- Born: 10 June 1935 (age 91) Rupal village, Gandhinagar district, Gujarat
- Education: Master of Arts; LL.B; PhD;
- Alma mater: University of Mumbai
- Occupations: novelist, short story writer and literary critic
- Writing career
- Language: Gujarati
- Genres: novel, short story
- Notable works: Vishwajeet (1965); Vivart (1968);

= Pinakin Dave =

Pinakin Natwarlal Dave (born 1935) is Gujarati language novelist, story writer and critic from Gujarat, India.

==Life==
Dave was born on 10 June 1935 at Rupal village (now in Gandhinagar district, Gujarat). He matriculated in 1951. He completed B. A. in Sanskrit and Gujarati in 1957, M. A. with Sanskrit and Prakrit in 1959 and LL.B in 1960. In 1963, he received Ph.D. from University of Bombay writing thesis on Jain poet and philosopher Siddhasen Divakar.

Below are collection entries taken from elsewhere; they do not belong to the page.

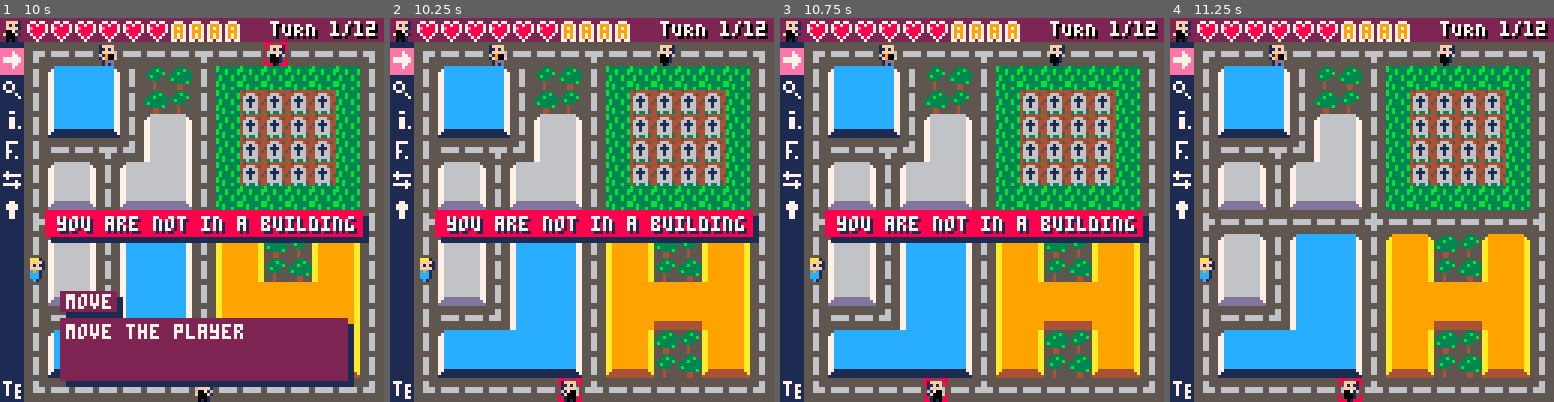
Above: before the commit, frames 1-4 (left to right).
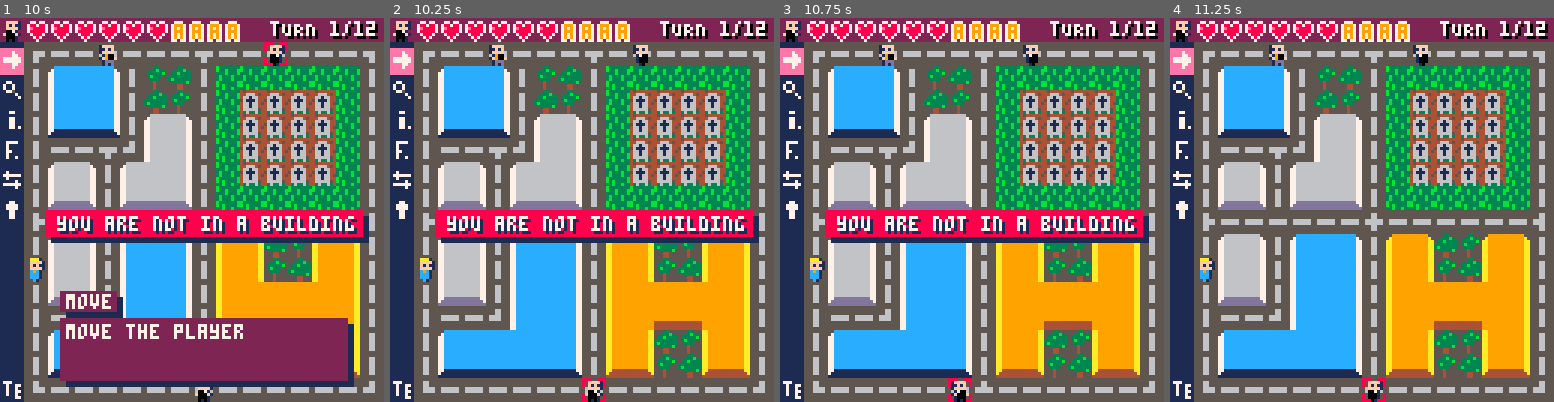
Above: after the commit, the same moments.

Repository: pixelocene/z
Game: PICO-8 cartridge z.p8
Two runs of this game, one before a commit and one after it. Both use one fixed random seed, a clock stepped at 60 frames per second and the inputs below.
Inputs:
- Up to frame 1 (10 s): tap X (X key) at 0.33, 1.07, 1.85, 2.97, 4.08, 5.2, 6.32, 7.43, 8.55, 9.67 s; tap O (Z key) at 0.7, 1.7, 2.1, 2.5, 2.9, 3.3, 3.7, 4.1, 4.5, 4.9, 5.3, 5.7, 6.1, 6.5, 6.9, 7.3, 7.7, 8.1, 8.5, 8.9, 9.3, 9.7 s; hold Right 1.6-2.1 s; hold Up 2.15-2.42 s; hold Right 2.47-3.03 s; hold Left 3.08-3.58 s; hold Down 3.63-3.97 s; hold Right 4.02-4.68 s; hold Up 4.73-5.03 s; hold Left 5.08-5.68 s; hold Down 5.73-6.03 s; hold Right 6.08-6.58 s; hold Right 6.63-7.13 s; hold Up 7.18-7.45 s; hold Right 7.5-8.07 s; hold Left 8.12-8.62 s; hold Down 8.67-9 s; hold Right 9.05-9.72 s; hold Up from 9.77 s (still down)
- Up to frame 2 (10.25 s): release Up at 10.07 s; tap O (Z key) at 10.1 s; hold Left from 10.12 s (still down)
- Up to frame 3 (10.75 s): tap O (Z key) at 10.5 s; release Left at 10.72 s
- Up to frame 4 (11.25 s): hold Down 10.77-11.07 s; tap X (X key) at 10.78 s; tap O (Z key) at 10.9 s; hold Right from 11.12 s (still down)

Frame 1 is identical in both runs. In frame 2, 1.0% of the frame differs, in the area x 43-75%, y 7-100%; in frame 3, 1.0%; in frame 4, 1.0%.

Commit message:
Display objects in the inventory
- display sprites
- display name/description
- handle 6 and 9 objects

Diff:
--- a/z.p8
+++ b/z.p8
@@ -97,6 +97,7 @@
 	}
 
 	current_action=actions[1]
+	current_inventory_selection=nil
 
 	-- init areas
 	repeat
@@ -160,6 +161,7 @@
 end
 
 function update_game()
+	local p=players[current_player]
 	-- update animations
 	update_target()
 	update_player()
@@ -185,7 +187,6 @@
 	end
 
 	if game_state=="move" then
-		local p=players[current_player]
 		local newx,newy=p.x,p.y
 
 		if btnp(❎) or p.actions==0 then
@@ -216,7 +217,22 @@
 	end
 
 	if game_state=="inventory" then
-		-- @todo
+		if #p.inventory>0 then
+			if (btnp(⬅️)) current_inventory_selection-=1
+			if (btnp(➡️)) current_inventory_selection+=1
+
+			if current_inventory_selection > #p.inventory then
+				current_inventory_selection=1
+			end
+			if current_inventory_selection < 1 then
+				current_inventory_selection=#p.inventory
+			end
+		end
+
+		if btnp(❎) then
+			current_inventory_selection=1
+			game_state="action_selection"
+		end
 	end
 
 	if game_state=="enter_building" then update_game_enter_building() end
@@ -248,7 +264,6 @@
 	-- pickup an object from the current building
 	if current_action.name=="search" then
 		if p.building==nil then
-			printh("not building")
 			error_message={
 				message="you are not in a building",
 				anim=4
@@ -256,7 +271,6 @@
 			return
 		end
 		if #p.inventory>=p.max_inventory_size then
-			printh("full")
 			error_message={
 				message="your inventory is full",
 				anim=4
@@ -273,18 +287,19 @@
 		--if o.action~=nil then o.actions() end
 	end
 	if current_action.name=="inventory" then
-		-- @todo
+		current_inventory_selection=1
+		game_state="inventory"
 	end
 end
 
 function draw_game()
+	local p=players[current_player]
+
 	draw_map()
 	draw_players()
 
 	if game_state=="action_selection" then
-		local p=players[current_player]
 		if current_action.name=="special" then
-			local p=players[current_player]
 			name=p.job.action.name
 			description=p.job.action.description
 		else
@@ -311,7 +326,44 @@
 	end
 
 	if game_state=="inventory" then
-		-- @todo
+		rectfill(17,17,122,122,1)
+		rectfill(15,15,120,120,2)
+		rectfill(15,15,120,21,1)
+
+		print(
+			"inventory ("..#p.inventory.."/"..p.max_inventory_size..")",
+			38,16,7
+		)
+
+		for i=1,p.max_inventory_size do
+			local x=19+(i-1)*11
+			local y=27
+			if i==current_inventory_selection and p.inventory[i]~=nil then
+				rect(x,y,x+9,y+9,7)
+			else
+				rect(x,y,x+9,y+9,13)
+			end
+			if p.inventory[i]~=nil then
+				spr(
+					p.inventory[i].sprite,
+					x+1,y+1
+				)
+			end
+		end
+
+		local o=p.inventory[current_inventory_selection]
+
+		if o~=nil then
+			print(o.name,21,46,0)
+			print(o.name,20,45,7)
+			print(o.description,21,56,0)
+			print(o.description,20,55,7)
+		end
+
+		print(
+			"❎ to close the inventory\n🅾️ for available actions",
+			17,108,7
+		)
 	end
 
 	if info_message.message~=nil then
@@ -429,7 +481,7 @@
 	return true
 end
 
--->8
+-->8❎
 -- players
 
 function get_building_for_player()
@@ -672,22 +724,27 @@
 		end
 	},
 	kitchen_knife={
+		sprite=64,
 		name="kitchen knife",
 		description="a kitchen knife",
 	},
 	bandage={
+		sprite=96,
 		name="bandage",
 		description="recover 1♥",
 	},
 	survival_book={
+		sprite=81,
 		name="survival book",
 		description="add 1 max ♥",
 	},
-	toothpast={
+	toothpaste={
+		sprite=0,
 		name="toothpaste",
 		description="your breath left a little to be\ndesired lately.",
 	},
 	brick={
+		sprite=65,
 		name="brick",
 		description="a red brick to do something with",
 	},
@@ -697,97 +754,120 @@
 		description="he looks pretty dead",
 	},
 	oxygen_bomb={
+		sprite=66,
 		name="oxygen bomb",
 		description="make it explodes baby",
 	},
 	straitjacket={
+		sprite=0,
 		name="straitjacket",
 		description="this is precisely your size,\ncoincidence?"
 	},
 	care_kit={
+		sprite=97,
 		name="care kit",
 		description="recover 2♥",
 	},
 	stethoscope={
+		sprite=80,
 		name="stethoscope",
 		description="???",
 	},
 	antibiotics={
+		sprite=112,
 		name="antibiotics",
 		description="",
 	},
 	-- police station
 	cell_door={
+		sprite=0,
 		name="cell door",
 		description="",
 	},
 	gun={
+		sprite=67,
 		name="a gun with 3 ammo",
 		description="",
 	},
 	stale_donuts={
+		sprite=0,
 		name="stale donuts",
 		description="The appearance is suspicious, but you are so hungry...",
 	},
 	cocain_bag={
+		sprite=98,
 		name="cocain bag",
 		description="",
 	},
 	bulletproof_vest={
+		sprite=82,
 		name="bulletproof vest",
 		description="",
 	},
 	cb_radio={
+		sprite=113,
 		name="cb-radio",
 		description="",
 	},
 	-- graveyard
 	embittered_deceased={
+		sprite=0,
 		name="embittered deceased",
 		description="not so dead after all…",
 	},
 	gravedigger_shovel={
+		sprite=68,
 		name="gravedigger shovel",
 		description="",
 	},
 	flower_wreath={
+		sprite=0,
 		name="flower wreath",
 		description="we will all go to heaven... but in fact no",
 	},
 	matches={
+		sprite=100,
 		name="matches",
 		description="",
 	},
 	old_military_helmet={
+		sprite=83,
 		name="old military helmet",
 		description="",
 	},
 	bag_of_nails={
+		sprite=114,
 		name="bag of nails",
 		description="",
 	},
 	-- garage
 	dangerous_material={
+		sprite=0,
 		name="dangerous material",
 		description="",
 	},
 	rifle={
+		sprite=69,
 		name="rifle with 6 ammo",
 		description="",
 	},
 	pinup_calendar={
+		sprite=0,
 		name="pinup calendar",
 		description="miss december has definitely changed a lot since",
 	},
 	energy_drink={
+		sprite=0,
 		name="energy drink",
 		description="",
 	},
 	tool_bag={
+		sprite=84,
 		name="tool bag",
 		description="tool bag",
 	},
 	gasoline={
+		sprite=115,
 		name="gasoline",
 		description=""
 	}

He worked as a manager with Easyquip Pvt. Ltd from 1963 to 1968. He joined Vivekanand Arts College, Ahmedabad as a professor from 1968 to his retirement. He edited Anand magazine for brief period. His works are awarded by Gujarati Sahitya Akademi.

==Works==

Dave is prolific novelist. His Vishwajeet (1965) is based on mythological narratives of Parshuram. Adhar (1964) is a story of nurse and Vivart (1968) is psychological novella of the patient "Kodh". Urdhvabahu (1975) is set in a chawl of Mumbai while Aniket (1976) focuses on a protagonist dwelling in past even though he had left his home. His critically acclaimed Mohnisha (1981) focuses on complexity of contemporary men. His other novels are Anubandh (1978), Prabal Path (1979), Ankh Vinanu Akash (1981), Sat Loknu Antar (1982), Aaa Teer Pele Teer (1983), Kamvan (1984), Mograni Kali (1992), Vishavriksh I-II (1994). Shri Ramayan Navalkatha Shreni is four parts novel series on Ramayana titled Ayodhya, Vardan, Vanvas and Abhishek respectively.

His collections of novellas include Trupti (1969), Dubta Avajo (1977) and Chhidra (1995). Purvapaksh (1978) is work of critic on Sanskrit literature. Nandshankar (1979) is a short biography of Nandshankar Mehta published as a part of series on Gujarati writers Gujarati Granthkar Shreni. His several novels are translated in Hindi and Tamil.